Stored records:
-.-.-
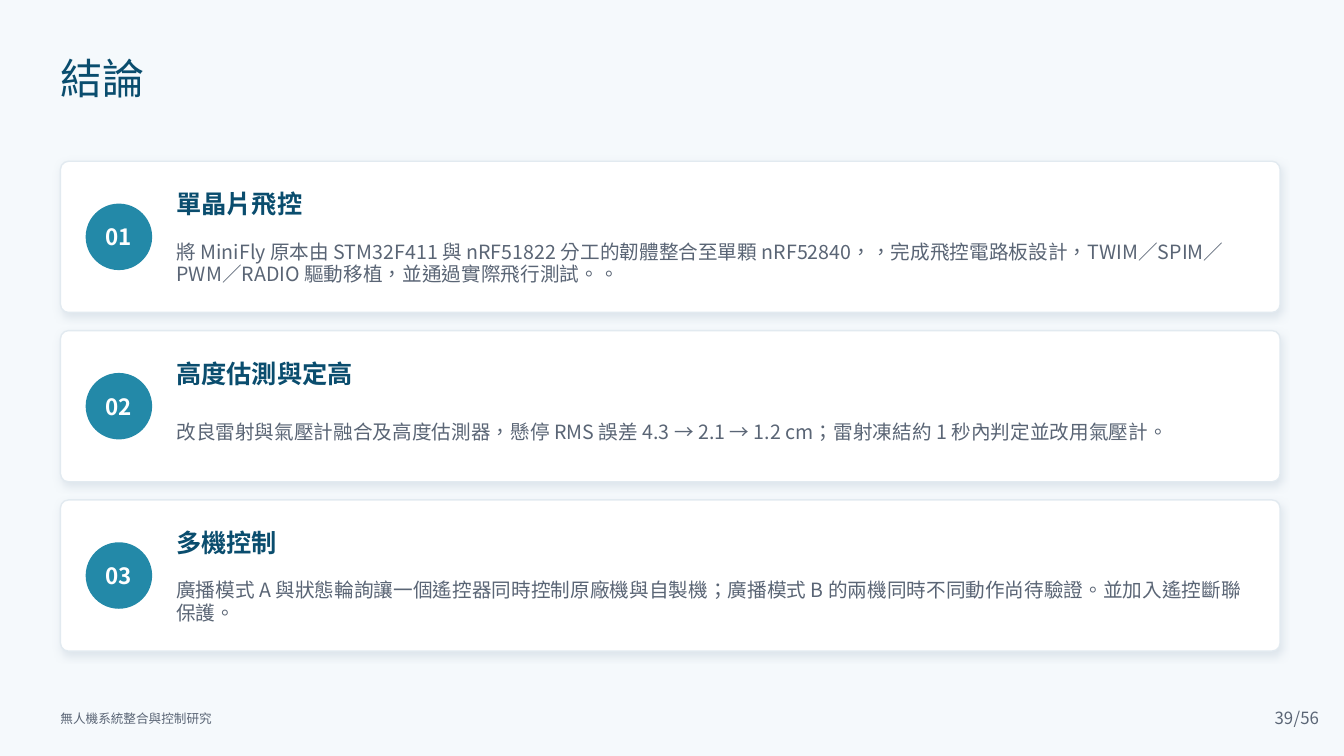
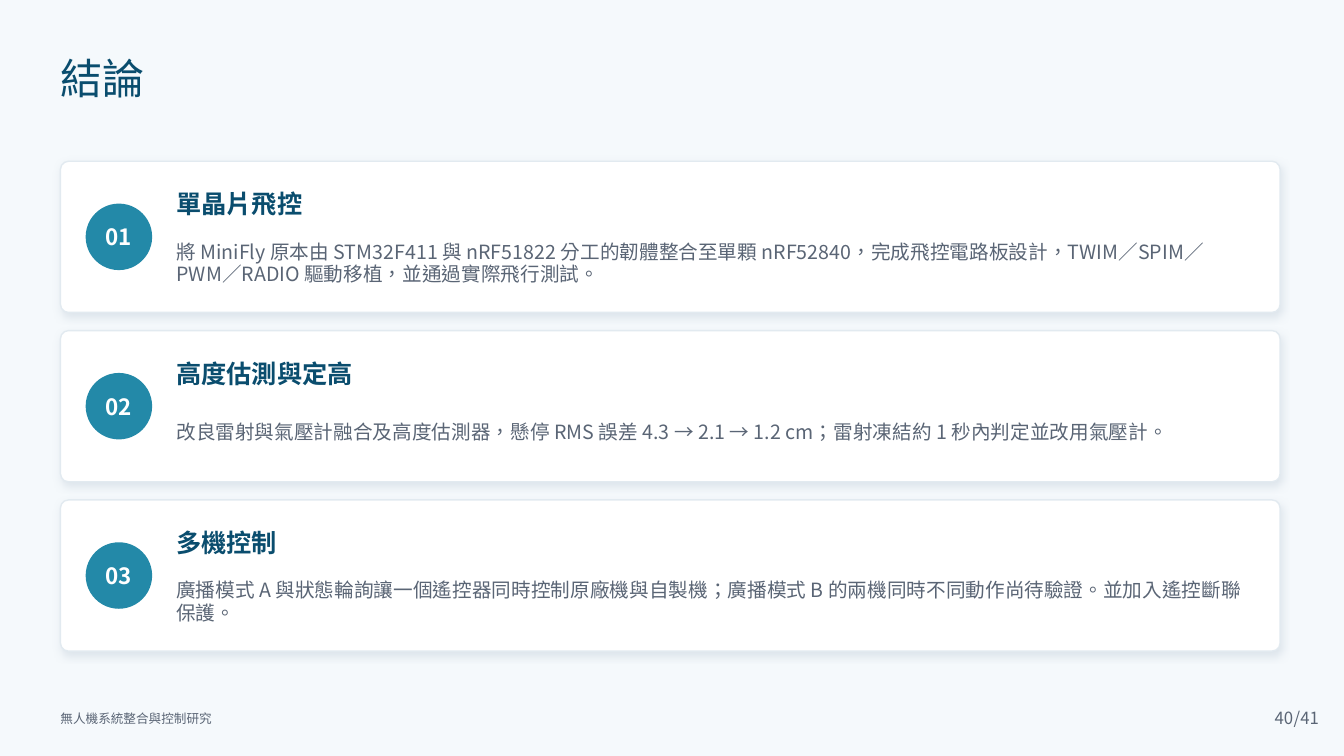
Before and after one commit to lingken1028/-, a slide deck: slide 40 of 無人機系統整合與控制研究_口試簡報 2.pptx (slide 39 before the commit). Drawn at 1344x756 pixels with LibreOffice and Linux fonts; fonts in the diff are those of the drawing. Boxes give left, top, right and bottom in pixels: in the first picture for what was removed or moved away, otherwise in the second. Text is boxed around its words. In the diff, an @@ line names an element or a change of style, - is before the commit and + after.

```diff
--- a/無人機系統整合與控制研究_口試簡報 2.pptx
+++ b/無人機系統整合與控制研究_口試簡報 2.pptx
@@ text at box(176, 242, 1204, 283): text changed @@
-將 MiniFly 原本由 STM32F411 與 nRF51822 分工的韌體整合至單顆 nRF52840，，完成飛控電路板設計，TWIM／SPIM／PWM／RADIO 驅動移植，並通過實際飛行測試。。
+將 MiniFly 原本由 STM32F411 與 nRF51822 分工的韌體整合至單顆 nRF52840，完成飛控電路板設計，TWIM／SPIM／PWM／RADIO 驅動移植，並通過實際飛行測試。
@@ page number at box(1275, 711, 1294, 724): text changed @@
-39
+40
@@ text at box(1294, 711, 1319, 727): text changed @@
-/56
+/41
```
Also in this commit, not shown: 73 other slides changed, 5 slides added.
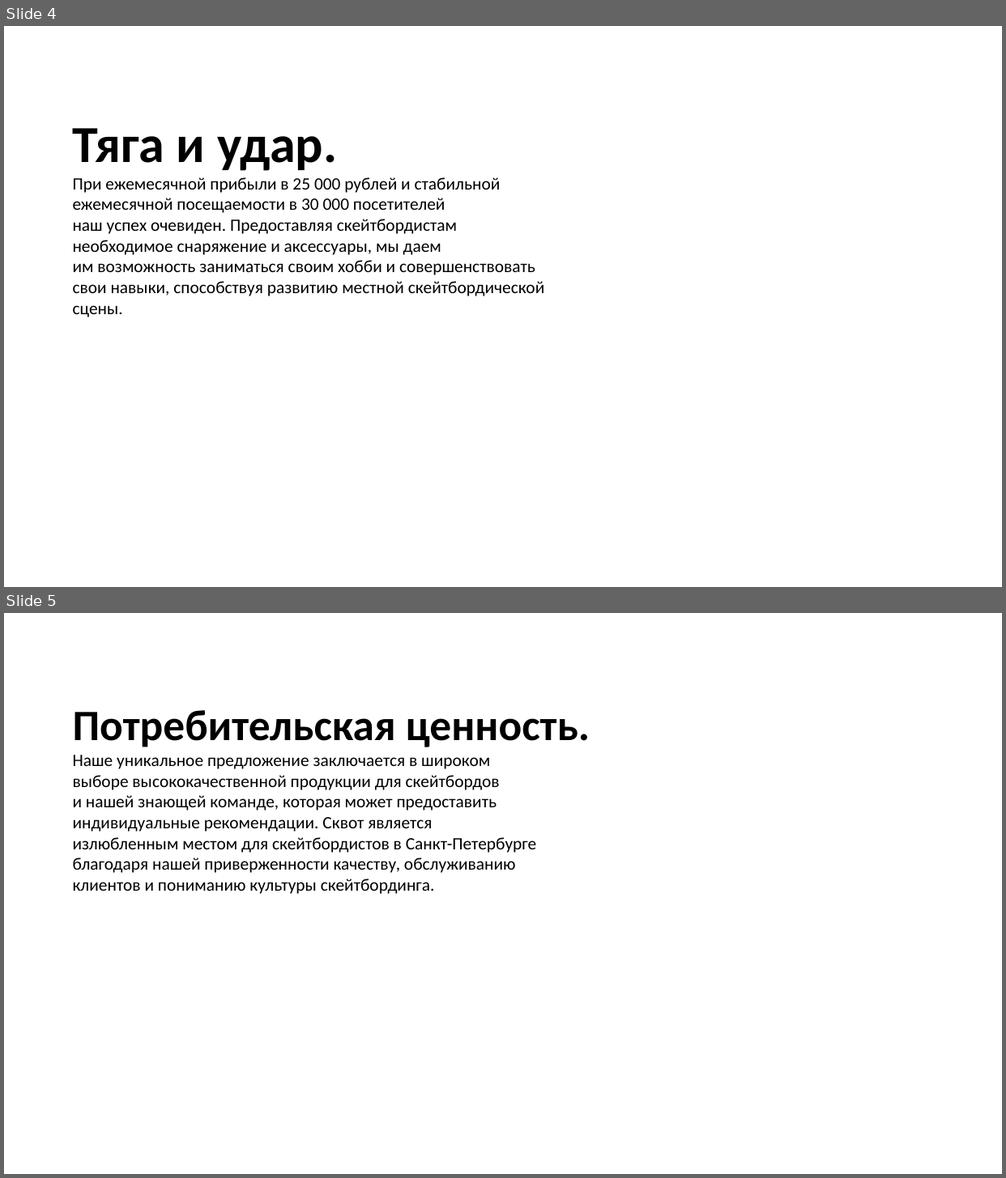
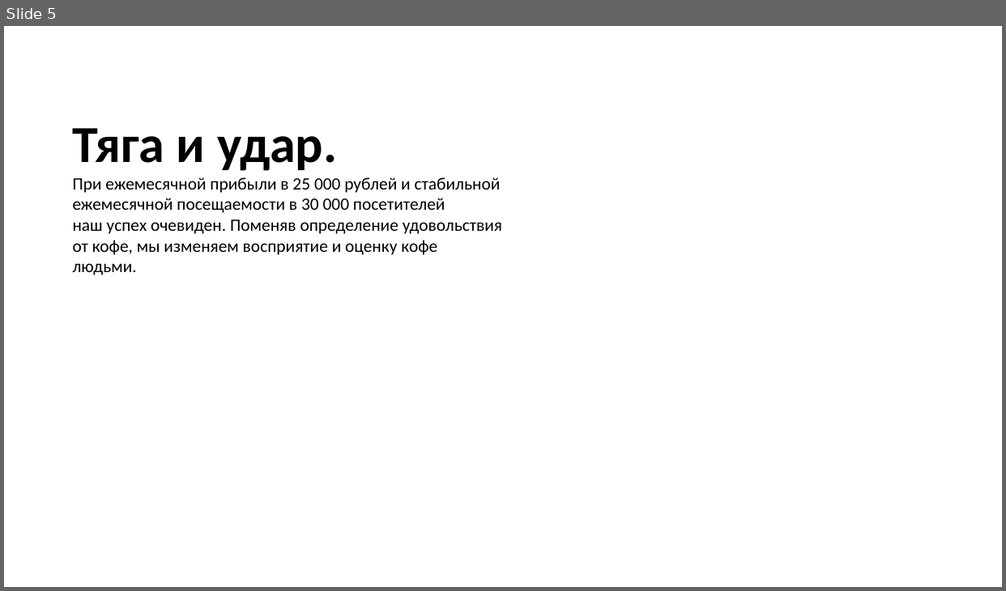
Before and after one commit to danila-zol/simpleslides, a slide deck: gen/test2.pptx. Shown one above the other, each under a label of ours: slides 4 and 5 before the commit, slide 5 after it. The pictures are 1006x1178 and 1006x591 pixels, drawn with LibreOffice and Linux fonts; fonts in the diff are those of the drawing. Boxes give left, top, right and bottom in pixels: in the first picture for what was removed or moved away, otherwise in the second. Text is boxed around its words. In the diff, an @@ line names an element or a change of style, - is before the commit and + after.

```diff
--- a/gen/test2.pptx
+++ b/gen/test2.pptx
@@ slide 5 removed at [4,613,1002,1174], background #FFFFFF @@
@@ text removed at [73,710,590,894] @@
-Потребительская ценность.
-Наше уникальное предложение заключается в широком
-выборе высококачественной продукции для скейтбордов
-и нашей знающей команде, которая может предоставить
-индивидуальные рекомендации. Сквот является
-излюбленным местом для скейтбордистов в Санкт-Петербурге
-благодаря нашей приверженности качеству, обслуживанию
-клиентов и пониманию культуры скейтбординга.
@@ what was slide 4 is now slide 5 @@
@@ slide 5 changed as well @@
@@ text at [73,177,502,275]: text changed @@
-При ежемесячной прибыли в 25 000 рублей и стабильной
-ежемесячной посещаемости в 30 000 посетителей
-наш успех очевиден. Предоставляя скейтбордистам
-необходимое снаряжение и аксессуары, мы даем
-им возможность заниматься своим хобби и совершенствовать
-свои навыки, способствуя развитию местной скейтбордической
-сцены.
+При ежемесячной прибыли в 25 000 рублей и стабильной
+ежемесячной посещаемости в 30 000 посетителей
+наш успех очевиден. Поменяв определение удовольствия
+от кофе, мы изменяем восприятие и оценку кофе
+людьми.
```
Also in this commit, not shown: 8 other slides changed, 2 slides added, 3 other files.
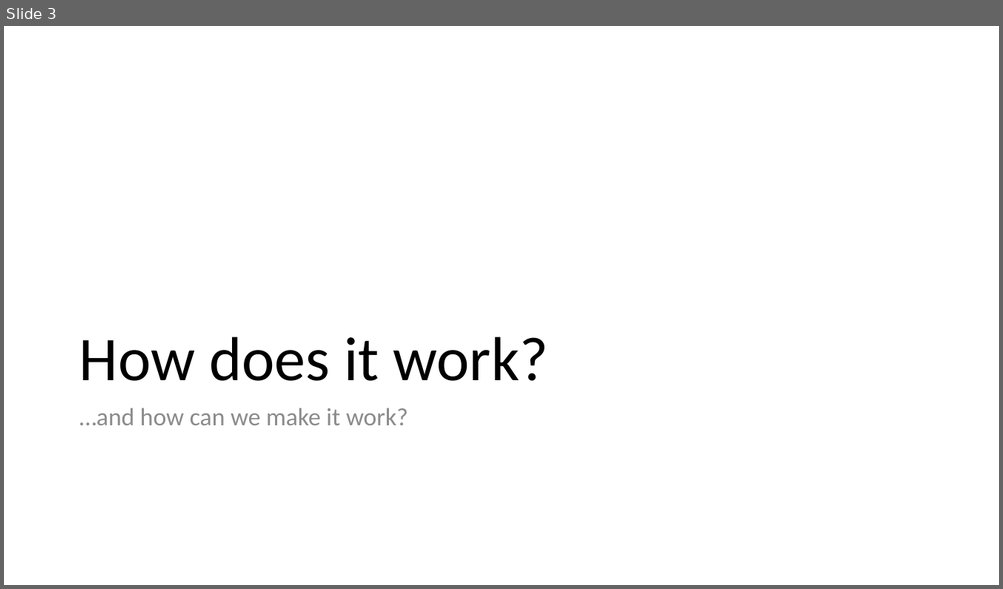
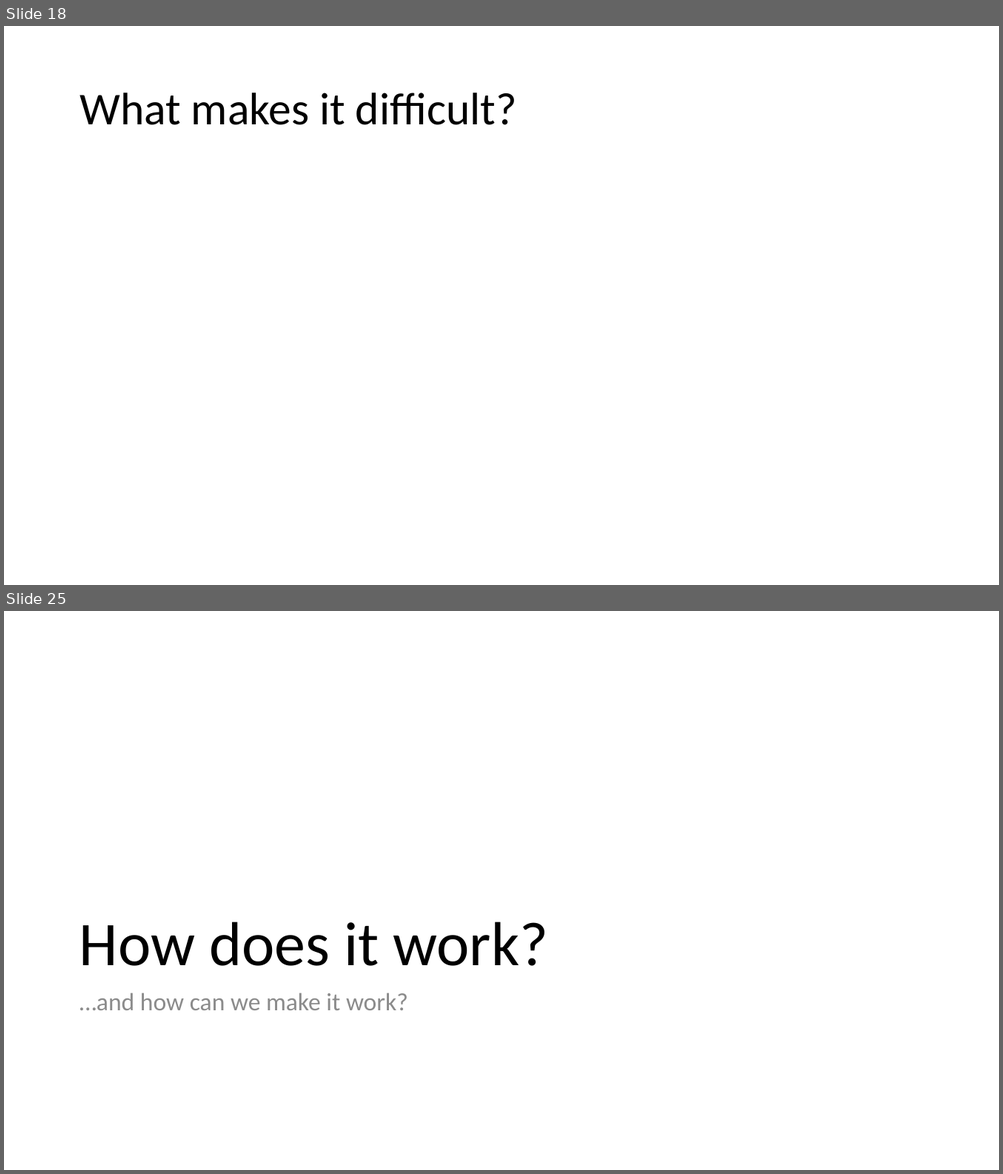
Before and after one commit to cchen23/AI4ALL_NLP, a slide deck: splash_slides.pptx. Shown one above the other, each under a label of ours: slide 3 before the commit, slides 18 and 25 after it; the slides between them are not shown. The pictures are 1003x589 and 1003x1174 pixels, drawn with LibreOffice and Linux fonts; fonts in the diff are those of the drawing. Boxes give left, top, right and bottom in pixels: in the first picture for what was removed or moved away, otherwise in the second. Text is boxed around its words. In the diff, an @@ line names an element or a change of style, - is before the commit and + after.

```diff
--- a/splash_slides.pptx
+++ b/splash_slides.pptx
@@ slide 18 added at box(4, 26, 999, 585), background #FFFFFF @@
@@ title added at box(79, 93, 517, 125), 44 pt, text #000000 @@
+What makes it difficult?
@@ what was slide 3 is now slide 25 @@
```
Also in this commit, not shown: 22 other slides added.
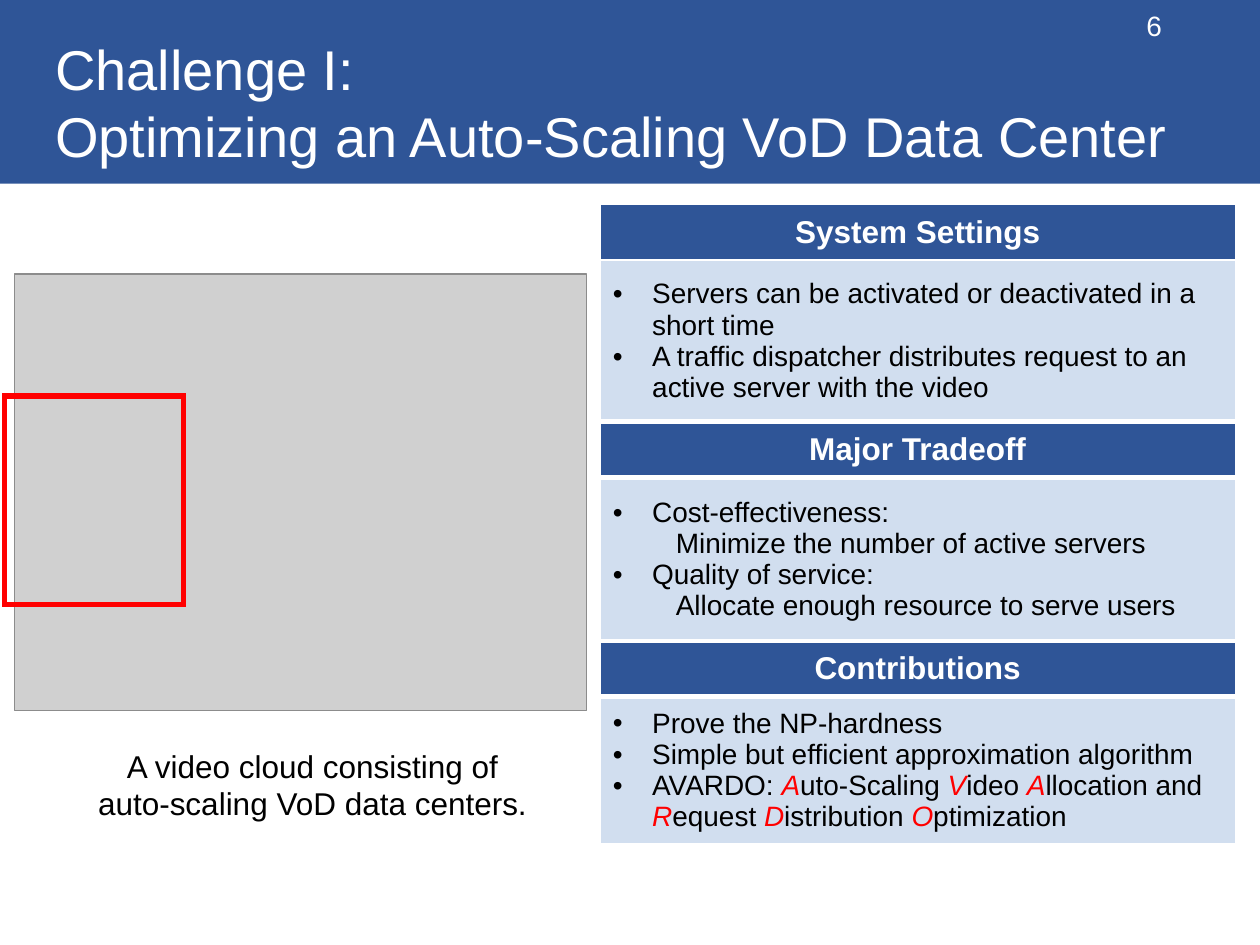
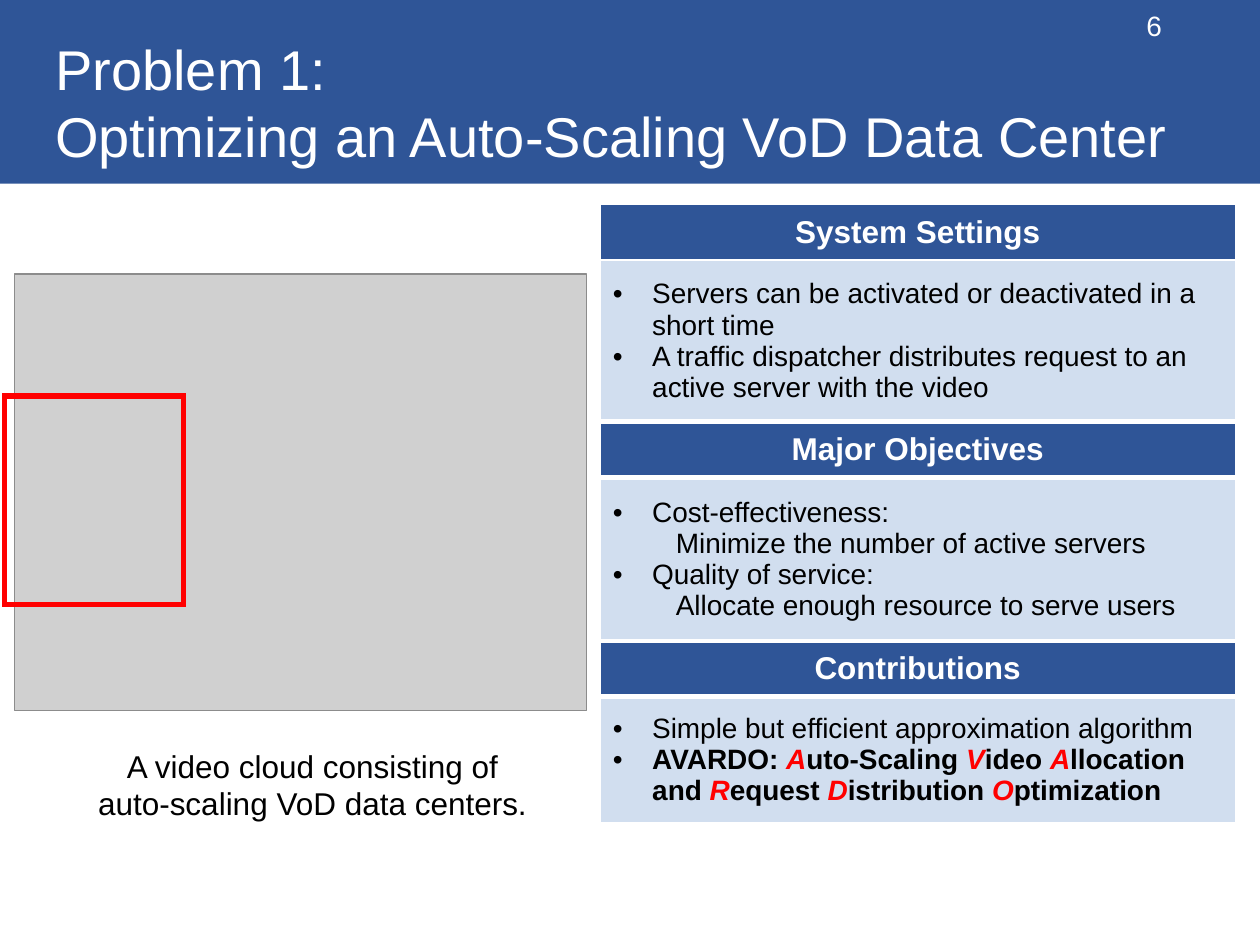
Before and after one commit to changzhangyu/changzhangyu.github.io, a slide deck: slide 6 of files/thesis/thesis.pptx. Drawn at 1260x945 pixels with LibreOffice and Linux fonts; fonts in the diff are those of the drawing; grey boxes stand for pictures. Boxes give left, top, right and bottom in pixels: in the first picture for what was removed or moved away, otherwise in the second. Text is boxed around its words. In the diff, an @@ line names an element or a change of style, - is before the commit and + after.

```diff
--- a/files/thesis/thesis.pptx
+++ b/files/thesis/thesis.pptx
@@ title at [55,49,1166,168]: text changed @@
-Challenge I:
-Optimizing an Auto-Scaling VoD Data Center
+Problem 1:
+Optimizing an Auto-Scaling VoD Data Center
@@ table at [600,204,1235,823] @@
-row 3, column 1: Major Tradeoff
+row 3, column 1: Major Objectives
-row 6, column 1: Prove the NP-hardness / Simple but efficient approximation algorithm / AVARDO: Auto-Scaling Video Allocation and Request Distribution Optimization
+row 6, column 1: Simple but efficient approximation algorithm / AVARDO: Auto-Scaling Video Allocation and Request Distribution Optimization
```
Also in this commit, not shown: 29 other slides changed, 7 slides added, 1 slide removed, 1 other file.
-.-.-
Problem to solve —
Where a line above holds the word "algorithm", copy it.

Solution to this exercise —
-row 6, column 1: Prove the NP-hardness / Simple but efficient approximation algorithm / AVARDO: Auto-Scaling Video Allocation and Request Distribution Optimization
+row 6, column 1: Simple but efficient approximation algorithm / AVARDO: Auto-Scaling Video Allocation and Request Distribution Optimization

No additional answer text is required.